> [Supplied information]:
--*--

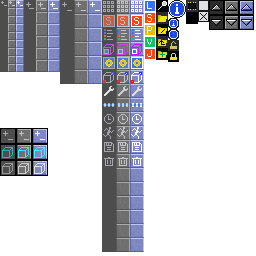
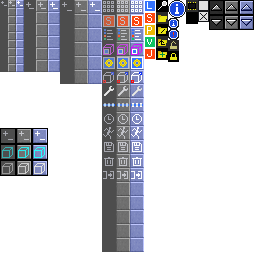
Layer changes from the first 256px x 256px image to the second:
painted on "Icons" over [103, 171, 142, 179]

--*--

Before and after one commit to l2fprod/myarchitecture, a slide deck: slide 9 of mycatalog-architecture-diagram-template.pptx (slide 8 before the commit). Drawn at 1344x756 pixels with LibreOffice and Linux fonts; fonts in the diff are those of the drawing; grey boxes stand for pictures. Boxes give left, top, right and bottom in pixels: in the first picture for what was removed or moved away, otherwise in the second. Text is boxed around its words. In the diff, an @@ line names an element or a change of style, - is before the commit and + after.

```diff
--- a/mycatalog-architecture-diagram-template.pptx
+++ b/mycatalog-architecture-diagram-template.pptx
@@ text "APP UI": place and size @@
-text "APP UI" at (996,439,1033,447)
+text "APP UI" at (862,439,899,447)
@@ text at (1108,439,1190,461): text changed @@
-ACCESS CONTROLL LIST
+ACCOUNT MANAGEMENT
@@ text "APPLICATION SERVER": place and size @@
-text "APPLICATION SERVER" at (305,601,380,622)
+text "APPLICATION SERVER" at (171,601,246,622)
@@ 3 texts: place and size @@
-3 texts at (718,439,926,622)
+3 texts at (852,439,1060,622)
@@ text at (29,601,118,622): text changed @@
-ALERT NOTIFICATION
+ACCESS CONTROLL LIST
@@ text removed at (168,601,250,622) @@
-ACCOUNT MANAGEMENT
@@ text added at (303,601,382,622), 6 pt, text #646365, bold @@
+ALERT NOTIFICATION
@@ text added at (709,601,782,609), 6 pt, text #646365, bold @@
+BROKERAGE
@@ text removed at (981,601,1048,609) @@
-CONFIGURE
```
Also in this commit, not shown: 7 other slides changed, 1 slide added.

--*--

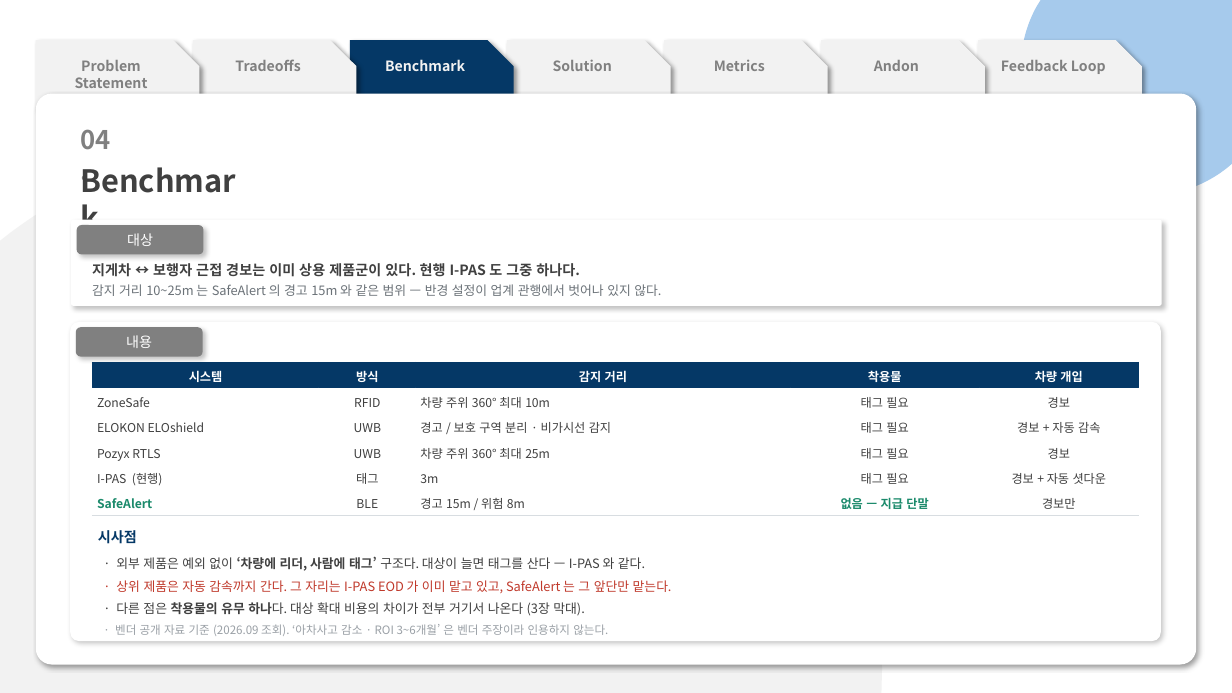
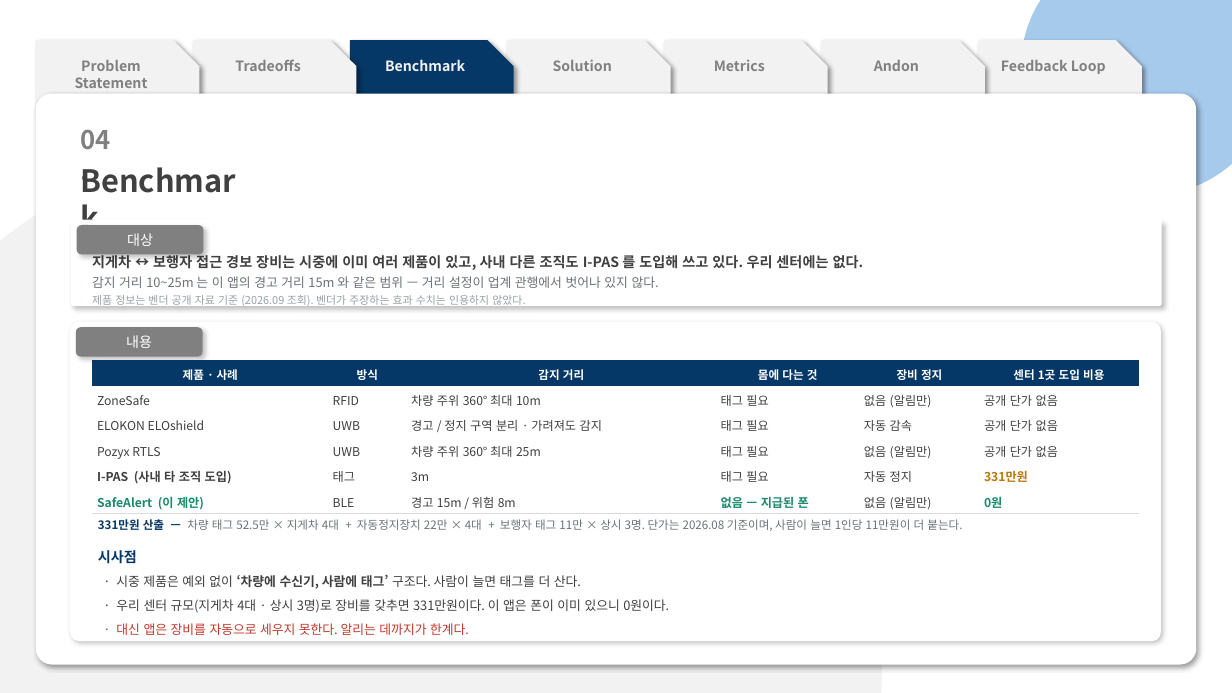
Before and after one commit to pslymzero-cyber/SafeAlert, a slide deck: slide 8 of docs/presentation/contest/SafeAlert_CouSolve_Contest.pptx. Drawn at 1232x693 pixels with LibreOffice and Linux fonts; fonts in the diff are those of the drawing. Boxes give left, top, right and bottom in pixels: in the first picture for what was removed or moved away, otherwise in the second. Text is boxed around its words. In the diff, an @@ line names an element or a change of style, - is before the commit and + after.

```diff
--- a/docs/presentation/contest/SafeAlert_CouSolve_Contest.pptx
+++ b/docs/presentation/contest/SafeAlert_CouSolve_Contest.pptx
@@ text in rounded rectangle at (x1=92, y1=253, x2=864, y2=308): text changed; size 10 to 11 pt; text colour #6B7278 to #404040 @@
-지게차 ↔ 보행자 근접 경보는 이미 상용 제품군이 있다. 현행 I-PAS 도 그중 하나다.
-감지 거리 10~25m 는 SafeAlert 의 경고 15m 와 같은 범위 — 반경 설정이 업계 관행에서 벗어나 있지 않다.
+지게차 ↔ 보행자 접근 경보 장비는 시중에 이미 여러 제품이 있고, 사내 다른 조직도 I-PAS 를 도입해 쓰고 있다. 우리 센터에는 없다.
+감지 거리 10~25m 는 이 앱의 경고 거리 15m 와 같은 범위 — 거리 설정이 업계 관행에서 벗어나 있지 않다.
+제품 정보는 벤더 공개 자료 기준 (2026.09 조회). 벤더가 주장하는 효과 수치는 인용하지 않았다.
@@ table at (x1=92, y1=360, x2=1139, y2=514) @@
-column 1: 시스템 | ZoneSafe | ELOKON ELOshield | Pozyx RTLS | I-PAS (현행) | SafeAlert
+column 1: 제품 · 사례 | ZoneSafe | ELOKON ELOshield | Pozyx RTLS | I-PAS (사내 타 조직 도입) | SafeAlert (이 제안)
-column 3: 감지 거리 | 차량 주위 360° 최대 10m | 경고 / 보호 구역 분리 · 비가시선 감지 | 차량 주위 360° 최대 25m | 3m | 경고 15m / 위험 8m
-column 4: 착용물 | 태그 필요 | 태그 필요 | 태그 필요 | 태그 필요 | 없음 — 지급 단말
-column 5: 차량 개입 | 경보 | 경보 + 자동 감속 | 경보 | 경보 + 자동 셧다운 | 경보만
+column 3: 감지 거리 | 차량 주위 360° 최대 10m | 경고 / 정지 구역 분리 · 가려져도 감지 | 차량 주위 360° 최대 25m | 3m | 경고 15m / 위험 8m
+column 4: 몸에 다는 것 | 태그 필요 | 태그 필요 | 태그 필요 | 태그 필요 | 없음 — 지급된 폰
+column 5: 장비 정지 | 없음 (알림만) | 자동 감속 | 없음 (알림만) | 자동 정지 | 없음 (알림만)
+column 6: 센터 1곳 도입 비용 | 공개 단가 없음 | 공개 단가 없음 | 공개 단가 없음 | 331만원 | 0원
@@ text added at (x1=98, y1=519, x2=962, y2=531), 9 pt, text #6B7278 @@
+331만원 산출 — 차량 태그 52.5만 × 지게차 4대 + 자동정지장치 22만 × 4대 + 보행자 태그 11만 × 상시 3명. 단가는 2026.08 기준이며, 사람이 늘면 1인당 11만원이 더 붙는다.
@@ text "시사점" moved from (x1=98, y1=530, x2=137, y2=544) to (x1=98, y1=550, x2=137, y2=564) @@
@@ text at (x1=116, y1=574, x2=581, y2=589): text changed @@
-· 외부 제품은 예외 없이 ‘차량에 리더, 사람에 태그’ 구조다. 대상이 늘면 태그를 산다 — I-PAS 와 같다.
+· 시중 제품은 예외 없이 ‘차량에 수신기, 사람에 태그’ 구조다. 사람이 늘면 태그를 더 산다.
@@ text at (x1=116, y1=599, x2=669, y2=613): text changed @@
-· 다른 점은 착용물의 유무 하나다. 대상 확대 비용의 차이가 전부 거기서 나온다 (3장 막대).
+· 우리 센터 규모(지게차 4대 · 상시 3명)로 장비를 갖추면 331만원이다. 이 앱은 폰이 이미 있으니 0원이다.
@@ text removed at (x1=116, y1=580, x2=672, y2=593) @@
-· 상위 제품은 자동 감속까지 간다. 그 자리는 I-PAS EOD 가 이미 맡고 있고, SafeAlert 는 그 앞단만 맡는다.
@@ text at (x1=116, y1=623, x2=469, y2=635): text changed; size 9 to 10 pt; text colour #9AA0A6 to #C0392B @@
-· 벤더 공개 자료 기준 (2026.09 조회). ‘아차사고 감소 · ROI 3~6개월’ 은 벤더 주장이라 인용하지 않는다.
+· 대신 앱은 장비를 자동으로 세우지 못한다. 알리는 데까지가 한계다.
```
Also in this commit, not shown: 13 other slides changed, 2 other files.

--*--

> [Exercise requirements]: The response should hold exactly the lines starting at the line with "Layer changes from" and ending at the line with "171, 142, 179]", and no other line of the material above.

> [Answer section]:
Layer changes from the first 256px x 256px image to the second:
painted on "Icons" over [103, 171, 142, 179]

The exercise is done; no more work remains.